The present teaching discloses a system using a label noise-resistant complementary item recommendation model to address the label noise issue for complementary item recommendation when the co-purchase data are used as labels. The system learns the item representations as Gaussian embeddings, and assumes the co-purchase data as a Gaussian distribution, where the mean is the co-purchases from the true complementary relation, and the variance is the co-purchases from the noise. In addition, the system uses a trustworthy label generation method for model evaluation to alleviate the impact of noisy labels in evaluation process. Extensive experiments are conducted on two real-world datasets to show the effectiveness of the disclosed method over other methods.
Although the methods described above are with reference to the illustrated flowcharts, it will be appreciated that many other ways of performing the acts associated with the methods can be used. For example, the order of some operations may be changed, and some of the operations described may be optional.
In addition, the methods and system described herein can be at least partially embodied in the form of computer-implemented processes and apparatus for practicing those processes. The disclosed methods may also be at least partially embodied in the form of tangible, non-transitory machine-readable storage media encoded with computer program code. For example, the steps of the methods can be embodied in hardware, in executable instructions executed by a processor (e.g., software), or a combination of the two. The media may include, for example, RAMs, ROMs, CD-ROMs, DVD-ROMs, BD-ROMs, hard disk drives, flash memories, or any other non-transitory machine-readable storage medium. When the computer program code is loaded into and executed by a computer, the computer becomes an apparatus for practicing the method. The methods may also be at least partially embodied in the form of a computer into which computer program code is loaded or executed, such that, the computer becomes a special purpose computer for practicing the methods.

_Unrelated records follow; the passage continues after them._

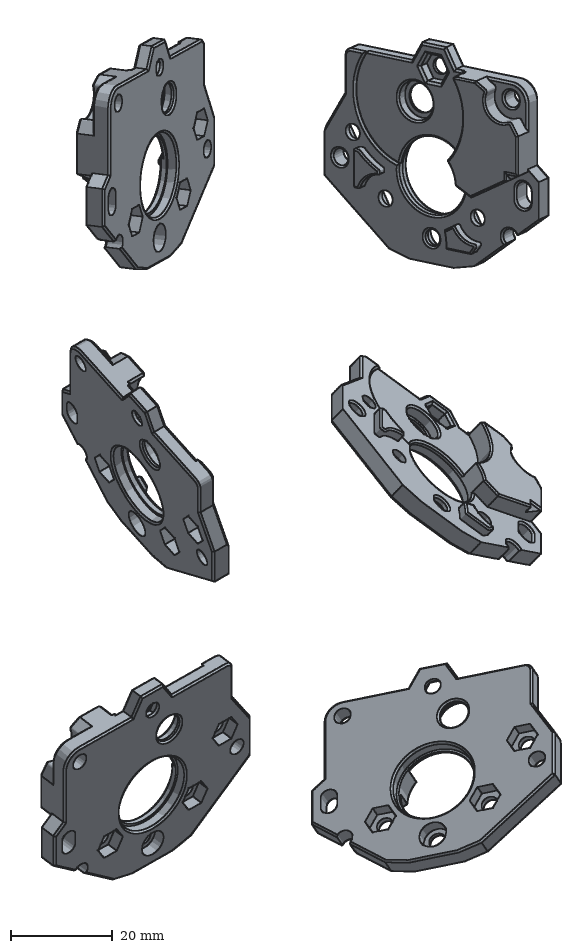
import cadquery as cq
import math

FACE = cq.Plane(origin=(0, 0, 0), xDir=(0, -1, 0), normal=(-1, 0, 0))

BACK = -3.85
PAD_TOP = 3.6
PAD_ROOT = -2.05
BOSS_TOP = 2.0
RECESS = -0.55
PAST = 2.55

EDGE = 0.45
PAD_EDGE = 0.35
BACK_EDGE = 0.4
RIM = 0.4

HALF_WIDTH = 25.55
TOP = 22.9
BOTTOM = -17.95
LEFT = -20.85
RIGHT = 22.9
SHOULDER = 5.6
LEFT_SHOULDER = 13.5
RIGHT_SHOULDER = 3.5
SIDE_BOTTOM = -4.3
LOWER_CORNER = (10.15, -16.7)
BOTTOM_HALF_WIDTH = 5.25
LEFT_RADIUS = 1.65
RIGHT_RADIUS = 4.0

LUG_CENTRE = (0, 22.05)
LUG_APOTHEM = 4.95
NUT_FLATS = 5.6
NUT_DEPTH = 2.5
NUT_RIM = 0.5

BORE_CENTRE = (0, 0)
BORE_RADIUS = 8.0
BORE_BACK_RADIUS = 8.5
BORE_STEP = -1.55
RECESS_CENTRE = (-4.3, 14.7)
RECESS_RADIUS = 14.0
BEARING_RADIUS = 4.05
BEARING_DEPTH = 2.35
SHAFT_RADIUS = 3.0
SCREW_RADIUS = 1.75
PIN_RADIUS = 1.7
SIDE_SCREW = (-21.9, 0)
BOTTOM_SCREW = (0, -12.75)
CORNER_SCREW = (18.95, 19.4)
NOTCH_CENTRE = (18.6, -9.3)
PIN_LEFT = (-11.0, -6.55)
PIN_RIGHT = (11.0, -6.55)
PIN_UPPER = (-18.8, 5.8)
SLOT_CENTRE = (21.85, 0)
SLOT_LENGTH = 5.45
TRAP_FLOOR = -1.3
HEAD_RADIUS = 2.8

PAD_TIP = (11.7, -1.4)
PAD_SLOPE = math.radians(30)
PAD_BORE_SLOPE = math.radians(26)
POCKET_RADIUS = 3.95
POCKET_LIP_RADIUS = 0.65
POCKET_UPPER_FLANK = math.radians(150)
POCKET_LOWER_FLANK = math.radians(-57)
NOTCH_SIDE = 20.1
NOTCH_TOP = 5.25
NOTCH_RIM = 0.3

BOSS_CORNER = 0.45
SIDE_BOSS_LEFT = -17.45
SIDE_BOSS_TOP = 3.1
SIDE_BOSS_BOTTOM = -4.95
SIDE_BOSS_RIGHT = -11.25
SIDE_BOSS_RECESS_RADIUS = 16.5
SIDE_BOSS_PIN_RADIUS = 5.25
LOWER_BOSS_FLANK_RADIUS = 10.25
LOWER_BOSS_FOOT = (4.55, -13.7)
LOWER_BOSS_TOE = (10.65, -13.7)
LOWER_BOSS_END = (12.4, -11.35)
LOWER_BOSS_HEAD = (6.65, -8.45)
LOWER_BOSS_SHOULDER = (4.2, -9.9)


def sketch(height):
    return cq.Workplane(FACE).workplane(offset=height)


def disc(centre, radius, low, high):
    return sketch(low).center(*centre).circle(radius).extrude(high - low)


def hexagon(centre, flats, low, high):
    return sketch(low).center(*centre).polygon(6, flats / math.cos(math.pi / 6)).extrude(high - low)


def rim_cone(centre, radius, face, width):
    """Cutter for a 45 degree rim chamfer around a round hole opening at the given face."""
    cone = cq.Solid.makeCone(radius, radius + width, width)
    return cone.moved(cq.Location(FACE) * cq.Location(cq.Vector(*centre, face - width)))


def back_rim(centre, radius):
    """Cutter for the rim chamfer of a round hole at the back face."""
    cone = cq.Solid.makeCone(radius + BACK_EDGE, radius, BACK_EDGE)
    return cone.moved(cq.Location(FACE) * cq.Location(cq.Vector(*centre, BACK)))


def leg(hypotenuse, side):
    """The other short side of a right triangle."""
    return math.sqrt(hypotenuse**2 - side**2)


def plate_outline(height):
    return (
        sketch(height)
        .moveTo(-BOTTOM_HALF_WIDTH, BOTTOM)
        .lineTo(BOTTOM_HALF_WIDTH, BOTTOM)
        .lineTo(*LOWER_CORNER)
        .lineTo(HALF_WIDTH, SIDE_BOTTOM)
        .lineTo(HALF_WIDTH, RIGHT_SHOULDER)
        .lineTo(RIGHT, SHOULDER)
        .lineTo(RIGHT, TOP - RIGHT_RADIUS)
        .radiusArc((RIGHT - RIGHT_RADIUS, TOP), -RIGHT_RADIUS)
        .lineTo(LEFT + LEFT_RADIUS, TOP)
        .radiusArc((LEFT, TOP - LEFT_RADIUS), -LEFT_RADIUS)
        .lineTo(LEFT, LEFT_SHOULDER)
        .lineTo(-HALF_WIDTH, SHOULDER)
        .lineTo(-HALF_WIDTH, SIDE_BOTTOM)
        .lineTo(-LOWER_CORNER[0], LOWER_CORNER[1])
        .close()
    )


def chamfer_plate(plate):
    """Chamfer the front edges above the shoulders and every edge of the back face."""
    upper_edges = plate.faces("<X").edges().filter(lambda edge: edge.Center().z > SHOULDER)
    plate = upper_edges.chamfer(EDGE)
    return plate.faces(">X").edges().chamfer(BACK_EDGE)


def full_plate():
    """The plate at the level of the mounting face, open where the round recess lies."""
    plate = chamfer_plate(plate_outline(BACK).extrude(-BACK))
    plate = plate.cut(disc(RECESS_CENTRE, RECESS_RADIUS, BACK, PAST))
    plate = plate.cut(rim_cone(RECESS_CENTRE, RECESS_RADIUS, 0, EDGE))
    return plate.cut(rim_cone(BORE_CENTRE, BORE_RADIUS, 0, RIM))


def recessed_plate():
    """The plate at the level of the recess floor, carrying the nut lug."""
    plate = plate_outline(BACK).extrude(RECESS - BACK)
    plate = plate.union(hexagon(LUG_CENTRE, 2 * LUG_APOTHEM, BACK, RECESS))
    return chamfer_plate(plate).cut(rim_cone(BORE_CENTRE, BORE_RADIUS, RECESS, RIM))


def corner_pocket():
    """Clearance in the pad around the corner screw, opening outward between two radial flanks."""
    x, y = CORNER_SCREW

    def radial(distance, angle):
        return (x + distance * math.cos(angle), y + distance * math.sin(angle))

    reach = 3 * POCKET_RADIUS
    opening = (
        sketch(PAD_ROOT)
        .moveTo(x, y)
        .lineTo(*radial(reach, POCKET_LOWER_FLANK))
        .lineTo(x + reach, y + reach)
        .lineTo(*radial(reach, POCKET_UPPER_FLANK))
        .close()
        .extrude(PAD_TOP - PAD_ROOT)
    )
    pocket = opening.union(disc(CORNER_SCREW, POCKET_RADIUS, PAD_ROOT, PAD_TOP))
    for flank in (POCKET_LOWER_FLANK, POCKET_UPPER_FLANK):
        lip = FACE.toWorldCoords((*radial(POCKET_RADIUS, flank), (PAD_ROOT + PAD_TOP) / 2))
        pocket = pocket.edges(cq.NearestToPointSelector(lip.toTuple())).fillet(POCKET_LIP_RADIUS)
    return pocket


def pad_notch():
    """Notch with a sloping floor where the lower flank of the pad meets its outer side."""
    drop = NOTCH_TOP - PAD_TIP[1]
    reach = RIGHT - NOTCH_SIDE + PAST
    wedge = (
        cq.Workplane("XZ", origin=(0, -NOTCH_SIDE, 0))
        .moveTo(-PAD_TOP, NOTCH_TOP)
        .lineTo(-PAD_TOP + drop, NOTCH_TOP - drop)
        .lineTo(-PAD_TOP, NOTCH_TOP - drop)
        .close()
        .extrude(reach)
    )
    rim = (
        sketch(PAD_TOP - NOTCH_RIM)
        .center(NOTCH_SIDE + reach, NOTCH_TOP - NOTCH_RIM - drop)
        .rect(2 * reach, 2 * drop)
        .workplane(offset=NOTCH_RIM)
        .rect(2 * (reach + NOTCH_RIM), 2 * (drop + 2 * NOTCH_RIM))
        .loft(ruled=True)
    )
    return wedge.union(rim)


def pad():
    """Raised pad between the recess, the bore and the right side of the plate."""
    bore_end = (0, PAD_TIP[1] + PAD_TIP[0] * math.tan(PAD_BORE_SLOPE))
    side_bottom = PAD_TIP[1] + (RIGHT - PAD_TIP[0]) * math.tan(PAD_SLOPE)
    block = (
        sketch(PAD_ROOT)
        .moveTo(*PAD_TIP)
        .lineTo(RIGHT, side_bottom)
        .lineTo(RIGHT, TOP - RIGHT_RADIUS)
        .radiusArc((RIGHT - RIGHT_RADIUS, TOP), -RIGHT_RADIUS)
        .lineTo(0, TOP)
        .lineTo(*bore_end)
        .close()
        .extrude(PAD_TOP - PAD_ROOT)
    )
    block = block.cut(disc(RECESS_CENTRE, RECESS_RADIUS, PAD_ROOT, PAD_TOP))
    lead_y = TOP - EDGE
    lead_x = RECESS_CENTRE[0] + leg(RECESS_RADIUS, lead_y - RECESS_CENTRE[1])
    lead = sketch(PAD_ROOT).polyline([(lead_x, lead_y), (lead_x + EDGE, TOP), (lead_x - EDGE, TOP)])
    block = block.cut(lead.close().extrude(PAD_TOP - PAD_ROOT))
    block = block.cut(disc(BORE_CENTRE, BORE_RADIUS, PAD_ROOT, PAD_TOP))
    block = block.cut(corner_pocket())
    block = block.faces("<X").edges().chamfer(PAD_EDGE)
    return block.cut(pad_notch())


def boss(outline):
    """Low boss with rounded corners and a chamfered top, rooted in the plate."""
    raised = outline.close().extrude(BOSS_TOP - RECESS)
    raised = raised.edges("|X").fillet(BOSS_CORNER)
    return raised.faces("<X").edges().chamfer(PAD_EDGE)


def hollow_arc(outline, centre, end):
    """Continue a clockwise outline with a hollow arc as far from the centre as its end point."""
    return outline.radiusArc(end, -math.dist(centre, end))


def side_boss():
    """Three-pointed boss, hollowed along the recess and along the left pin hole."""
    recess_x, recess_y = RECESS_CENTRE
    pin_x, pin_y = PIN_LEFT
    head_x = recess_x - leg(SIDE_BOSS_RECESS_RADIUS, SIDE_BOSS_TOP - recess_y)
    tip_top = recess_y - leg(SIDE_BOSS_RECESS_RADIUS, SIDE_BOSS_RIGHT - recess_x)
    tip_bottom = pin_y + leg(SIDE_BOSS_PIN_RADIUS, SIDE_BOSS_RIGHT - pin_x)
    foot_x = pin_x - leg(SIDE_BOSS_PIN_RADIUS, SIDE_BOSS_BOTTOM - pin_y)
    outline = sketch(RECESS).moveTo(SIDE_BOSS_LEFT, SIDE_BOSS_BOTTOM)
    outline = outline.lineTo(SIDE_BOSS_LEFT, SIDE_BOSS_TOP).lineTo(head_x, SIDE_BOSS_TOP)
    outline = hollow_arc(outline, RECESS_CENTRE, (SIDE_BOSS_RIGHT, tip_top))
    outline = outline.lineTo(SIDE_BOSS_RIGHT, tip_bottom)
    outline = hollow_arc(outline, PIN_LEFT, (foot_x, SIDE_BOSS_BOTTOM))
    return boss(outline)


def lower_boss():
    """Boss hollowed toward the bottom screw hole and along the right pin hole."""
    outline = sketch(RECESS).moveTo(*LOWER_BOSS_FOOT)
    outline = outline.radiusArc(LOWER_BOSS_SHOULDER, -LOWER_BOSS_FLANK_RADIUS)
    outline = outline.lineTo(*LOWER_BOSS_HEAD)
    outline = hollow_arc(outline, PIN_RIGHT, LOWER_BOSS_END)
    outline = outline.lineTo(*LOWER_BOSS_TOE)
    return boss(outline)


def rimmed_hole(centre, radius):
    return disc(centre, radius, BACK - PAST, PAST).union(rim_cone(centre, radius, 0, RIM))


def slot():
    tool = sketch(BACK - PAST).center(*SLOT_CENTRE).slot2D(SLOT_LENGTH, 2 * SCREW_RADIUS, 90)
    tool = tool.extrude(PAST - BACK)
    rim = (
        sketch(0)
        .center(*SLOT_CENTRE)
        .slot2D(SLOT_LENGTH + 2 * RIM, 2 * (SCREW_RADIUS + RIM), 90)
        .extrude(-RIM, taper=45)
    )
    return tool.union(rim)


def nut_pocket():
    """Hexagonal pocket in the lug with a bevelled rim and a through hole."""
    tool = hexagon(LUG_CENTRE, NUT_FLATS, RECESS - NUT_DEPTH, RECESS)
    rim = (
        sketch(RECESS)
        .center(*LUG_CENTRE)
        .polygon(6, (NUT_FLATS + 2 * NUT_RIM) / math.cos(math.pi / 6))
        .extrude(-NUT_RIM, taper=45)
    )
    return tool.union(rim).union(disc(LUG_CENTRE, PIN_RADIUS, BACK - PAST, RECESS))


def bearing_seat():
    """Counterbored shaft hole at the centre of the recess."""
    tool = disc(RECESS_CENTRE, BEARING_RADIUS, RECESS - BEARING_DEPTH, RECESS)
    tool = tool.union(rim_cone(RECESS_CENTRE, BEARING_RADIUS, RECESS, RIM))
    return tool.union(disc(RECESS_CENTRE, SHAFT_RADIUS, BACK - PAST, RECESS))


result = full_plate().union(recessed_plate()).union(pad())

result = result.cut(disc(BORE_CENTRE, BORE_RADIUS, BACK - PAST, PAST))
result = result.cut(disc(BORE_CENTRE, BORE_BACK_RADIUS, BACK - PAST, BORE_STEP))
for centre, radius in ((BORE_CENTRE, BORE_BACK_RADIUS), (RECESS_CENTRE, SHAFT_RADIUS)):
    result = result.cut(back_rim(centre, radius))

result = result.union(side_boss()).union(lower_boss())

for centre in (SIDE_SCREW, BOTTOM_SCREW, CORNER_SCREW, NOTCH_CENTRE):
    result = result.cut(rimmed_hole(centre, SCREW_RADIUS))
for centre in (PIN_LEFT, PIN_RIGHT, PIN_UPPER):
    result = result.cut(disc(centre, PIN_RADIUS, BACK - PAST, PAST))
    result = result.cut(hexagon(centre, NUT_FLATS, BACK, TRAP_FLOOR))
result = result.cut(disc(BOTTOM_SCREW, HEAD_RADIUS, BACK, TRAP_FLOOR))
result = result.cut(slot()).cut(nut_pocket()).cut(bearing_seat())

When implemented on a general-purpose processor, the computer program code segments configure the processor to create specific logic circuits. The methods may alternatively be at least partially embodied in application specific integrated circuits for performing the methods.
Each functional component described herein can be implemented in computer hardware, in program code, and/or in one or more computing systems executing such program code as is known in the art. As discussed above with respect to FIG. 2 , such a computing system can include one or more processing units which execute processor-executable program code stored in a memory system. Similarly, each of the disclosed methods and other processes described herein can be executed using any suitable combination of hardware and software. Software program code embodying these processes can be stored by any non-transitory tangible medium, as discussed above with respect to FIG. 2 .
The foregoing is provided for purposes of illustrating, explaining, and describing embodiments of these disclosures. Modifications and adaptations to these embodiments will be apparent to those skilled in the art and may be made without departing from the scope or spirit of these disclosures. Although the subject matter has been described in terms of exemplary embodiments, it is not limited thereto. Rather, the appended claims should be construed broadly, to include other variants and embodiments, which can be made by those skilled in the art.

Claims

What is claimed is:

1. A system, comprising:

a non-transitory memory having instructions stored thereon;

at least one processor operatively coupled to the non-transitory memory, and configured to read the instructions to:

generate a trained model based on transaction data identifying a plurality of transactions of a plurality of users,

represent each item of a set of items as an item embedding in an embedding space based on the trained model, wherein the item embedding is a Gaussian distribution with a mean vector and a non-zero covariance matrix,

determine an anchor item to be displayed to a user via a user interface executed on a user device of the user,

represent the anchor item as an anchor embedding in the embedding space based on the trained model, wherein the anchor embedding is a Gaussian distribution with an anchor mean vector and an anchor non-zero covariance matrix,

compute a complementarity score for each item of the set of items, based on a distance between the mean vector of the item and the anchor mean vector,

generate a ranking for the set of items based on their respective complementarity scores,

select a plurality of top items in the set of items based on the ranking as recommended complementary items, and

transmit information about the recommended complementary items to the user device to be displayed with the anchor item on the user interface.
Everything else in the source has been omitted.